_PROBLEM TO SOLVE_
Copy out each line featuring the string "newinimigovoador" from the entries beneath.
-- SOURCE MATERIAL follows --
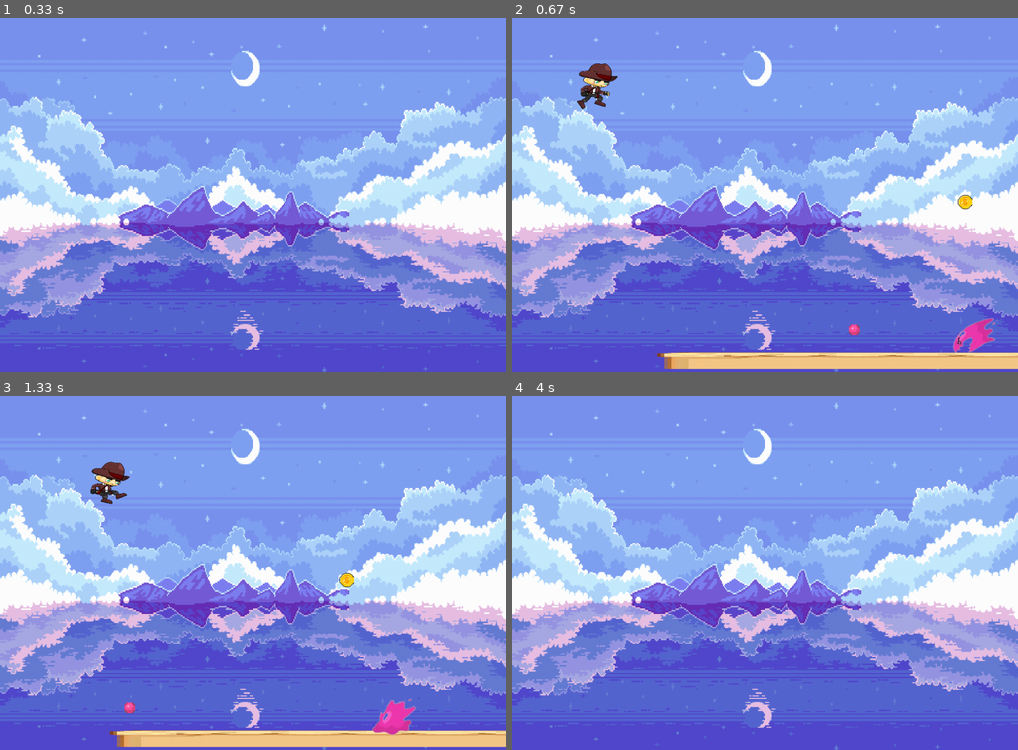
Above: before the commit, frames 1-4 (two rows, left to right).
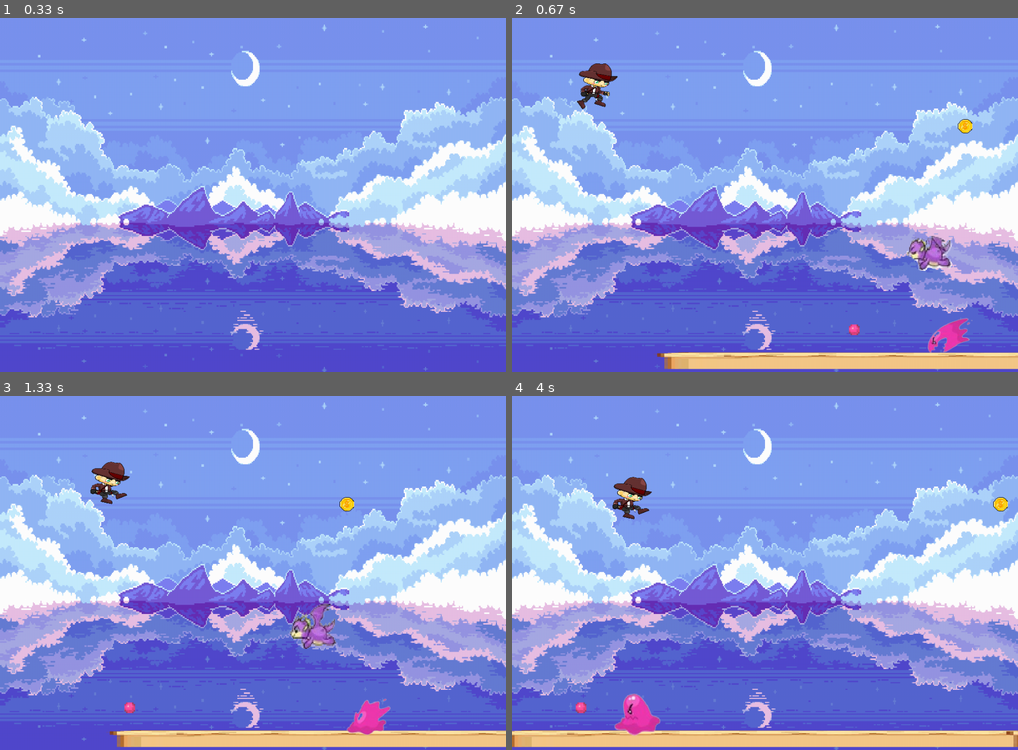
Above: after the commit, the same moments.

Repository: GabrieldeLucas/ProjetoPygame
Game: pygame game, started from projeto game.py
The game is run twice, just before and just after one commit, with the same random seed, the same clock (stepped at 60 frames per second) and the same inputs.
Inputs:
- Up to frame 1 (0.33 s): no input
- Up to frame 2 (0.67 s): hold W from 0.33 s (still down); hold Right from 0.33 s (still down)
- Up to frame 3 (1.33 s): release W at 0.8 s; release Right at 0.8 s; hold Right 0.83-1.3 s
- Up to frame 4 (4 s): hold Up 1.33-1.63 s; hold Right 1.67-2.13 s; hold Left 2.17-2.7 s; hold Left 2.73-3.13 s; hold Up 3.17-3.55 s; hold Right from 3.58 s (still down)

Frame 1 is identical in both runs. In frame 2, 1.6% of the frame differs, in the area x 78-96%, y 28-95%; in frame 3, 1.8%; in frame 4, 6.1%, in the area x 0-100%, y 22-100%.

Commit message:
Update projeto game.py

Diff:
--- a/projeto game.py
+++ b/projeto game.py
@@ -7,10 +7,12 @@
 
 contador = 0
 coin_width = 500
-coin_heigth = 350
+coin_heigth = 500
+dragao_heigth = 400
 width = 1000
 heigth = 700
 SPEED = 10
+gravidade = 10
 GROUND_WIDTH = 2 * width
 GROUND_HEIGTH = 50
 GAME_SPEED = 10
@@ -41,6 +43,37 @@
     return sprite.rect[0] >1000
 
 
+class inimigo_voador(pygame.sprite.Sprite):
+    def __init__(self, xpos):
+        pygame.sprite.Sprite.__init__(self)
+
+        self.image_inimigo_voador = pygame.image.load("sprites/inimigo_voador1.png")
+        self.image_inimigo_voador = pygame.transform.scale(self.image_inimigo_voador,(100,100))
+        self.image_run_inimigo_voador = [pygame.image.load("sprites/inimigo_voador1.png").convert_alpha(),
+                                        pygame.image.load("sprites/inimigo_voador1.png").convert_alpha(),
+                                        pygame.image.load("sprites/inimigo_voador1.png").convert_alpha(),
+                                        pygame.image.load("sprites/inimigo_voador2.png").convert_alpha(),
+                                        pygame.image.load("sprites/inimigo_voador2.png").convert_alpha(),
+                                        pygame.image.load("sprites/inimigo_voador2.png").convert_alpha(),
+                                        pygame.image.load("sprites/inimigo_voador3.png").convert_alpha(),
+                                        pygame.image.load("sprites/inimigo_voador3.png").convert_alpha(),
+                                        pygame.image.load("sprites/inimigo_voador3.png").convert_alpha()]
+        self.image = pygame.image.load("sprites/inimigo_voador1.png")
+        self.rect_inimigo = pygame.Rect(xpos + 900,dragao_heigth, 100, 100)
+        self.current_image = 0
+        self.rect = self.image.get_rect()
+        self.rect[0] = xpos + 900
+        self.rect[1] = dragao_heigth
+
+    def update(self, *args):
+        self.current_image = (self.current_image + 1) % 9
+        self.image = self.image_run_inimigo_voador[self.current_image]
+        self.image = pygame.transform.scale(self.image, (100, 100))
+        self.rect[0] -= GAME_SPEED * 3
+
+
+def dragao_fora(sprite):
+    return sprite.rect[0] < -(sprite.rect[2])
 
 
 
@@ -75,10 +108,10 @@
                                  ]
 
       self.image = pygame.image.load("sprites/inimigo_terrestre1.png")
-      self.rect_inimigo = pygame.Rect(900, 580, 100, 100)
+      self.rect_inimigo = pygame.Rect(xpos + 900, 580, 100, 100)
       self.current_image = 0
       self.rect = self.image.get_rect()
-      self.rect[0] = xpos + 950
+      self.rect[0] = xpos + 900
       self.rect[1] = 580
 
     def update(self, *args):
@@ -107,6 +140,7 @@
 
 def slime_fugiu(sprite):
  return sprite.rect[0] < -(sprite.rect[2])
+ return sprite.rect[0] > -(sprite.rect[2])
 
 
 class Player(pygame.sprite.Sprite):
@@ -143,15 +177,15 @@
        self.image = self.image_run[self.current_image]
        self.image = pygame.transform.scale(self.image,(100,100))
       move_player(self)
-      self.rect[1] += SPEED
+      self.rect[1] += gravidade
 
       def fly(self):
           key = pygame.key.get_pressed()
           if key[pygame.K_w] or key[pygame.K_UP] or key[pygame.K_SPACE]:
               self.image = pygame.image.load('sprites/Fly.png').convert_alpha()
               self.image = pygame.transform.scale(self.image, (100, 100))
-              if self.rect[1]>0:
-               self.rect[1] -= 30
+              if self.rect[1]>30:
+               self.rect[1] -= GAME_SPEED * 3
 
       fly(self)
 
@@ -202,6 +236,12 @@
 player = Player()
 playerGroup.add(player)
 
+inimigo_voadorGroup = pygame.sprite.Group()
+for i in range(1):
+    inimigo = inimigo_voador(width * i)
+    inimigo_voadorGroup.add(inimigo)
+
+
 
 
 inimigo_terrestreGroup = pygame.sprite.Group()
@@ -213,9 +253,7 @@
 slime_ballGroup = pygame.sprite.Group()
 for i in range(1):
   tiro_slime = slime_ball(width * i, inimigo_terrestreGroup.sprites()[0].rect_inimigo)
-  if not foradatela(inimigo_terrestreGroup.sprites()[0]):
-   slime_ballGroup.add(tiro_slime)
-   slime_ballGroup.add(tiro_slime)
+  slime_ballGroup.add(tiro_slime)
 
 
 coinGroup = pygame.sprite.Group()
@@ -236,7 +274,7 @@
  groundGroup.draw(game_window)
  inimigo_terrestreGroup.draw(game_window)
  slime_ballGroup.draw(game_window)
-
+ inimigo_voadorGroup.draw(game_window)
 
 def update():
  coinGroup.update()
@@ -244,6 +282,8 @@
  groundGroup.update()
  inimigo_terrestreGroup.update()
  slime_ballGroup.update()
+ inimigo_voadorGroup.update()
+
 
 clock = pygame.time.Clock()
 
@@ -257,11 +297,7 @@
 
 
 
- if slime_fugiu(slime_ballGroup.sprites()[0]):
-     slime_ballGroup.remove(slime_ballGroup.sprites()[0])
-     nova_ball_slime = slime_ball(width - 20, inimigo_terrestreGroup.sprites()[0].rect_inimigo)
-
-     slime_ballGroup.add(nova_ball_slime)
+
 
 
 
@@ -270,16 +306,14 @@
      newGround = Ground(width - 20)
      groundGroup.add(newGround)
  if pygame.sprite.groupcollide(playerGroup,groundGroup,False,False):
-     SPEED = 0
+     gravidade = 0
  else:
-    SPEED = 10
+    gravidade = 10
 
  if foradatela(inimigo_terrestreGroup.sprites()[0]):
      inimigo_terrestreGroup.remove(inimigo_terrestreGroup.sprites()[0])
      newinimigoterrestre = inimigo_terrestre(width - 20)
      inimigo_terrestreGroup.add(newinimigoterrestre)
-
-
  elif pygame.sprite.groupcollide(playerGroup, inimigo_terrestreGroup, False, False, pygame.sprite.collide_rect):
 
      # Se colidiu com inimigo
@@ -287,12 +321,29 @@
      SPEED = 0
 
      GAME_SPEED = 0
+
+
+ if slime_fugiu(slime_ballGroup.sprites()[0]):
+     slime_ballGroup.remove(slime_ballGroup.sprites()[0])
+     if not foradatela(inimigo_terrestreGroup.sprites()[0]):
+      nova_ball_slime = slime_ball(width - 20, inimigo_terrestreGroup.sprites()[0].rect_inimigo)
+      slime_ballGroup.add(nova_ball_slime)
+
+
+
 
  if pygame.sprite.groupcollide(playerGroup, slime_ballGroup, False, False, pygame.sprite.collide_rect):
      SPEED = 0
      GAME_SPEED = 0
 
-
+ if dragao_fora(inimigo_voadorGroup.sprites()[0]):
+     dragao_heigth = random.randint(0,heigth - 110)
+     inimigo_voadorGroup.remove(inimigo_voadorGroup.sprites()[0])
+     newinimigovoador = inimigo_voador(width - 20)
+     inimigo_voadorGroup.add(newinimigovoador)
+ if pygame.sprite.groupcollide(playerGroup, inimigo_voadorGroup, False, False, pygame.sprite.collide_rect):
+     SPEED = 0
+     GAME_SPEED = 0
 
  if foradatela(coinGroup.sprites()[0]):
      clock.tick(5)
-- SOURCE MATERIAL concluded --
_TASK RESULT_
+     newinimigovoador = inimigo_voador(width - 20)
+     inimigo_voadorGroup.add(newinimigovoador)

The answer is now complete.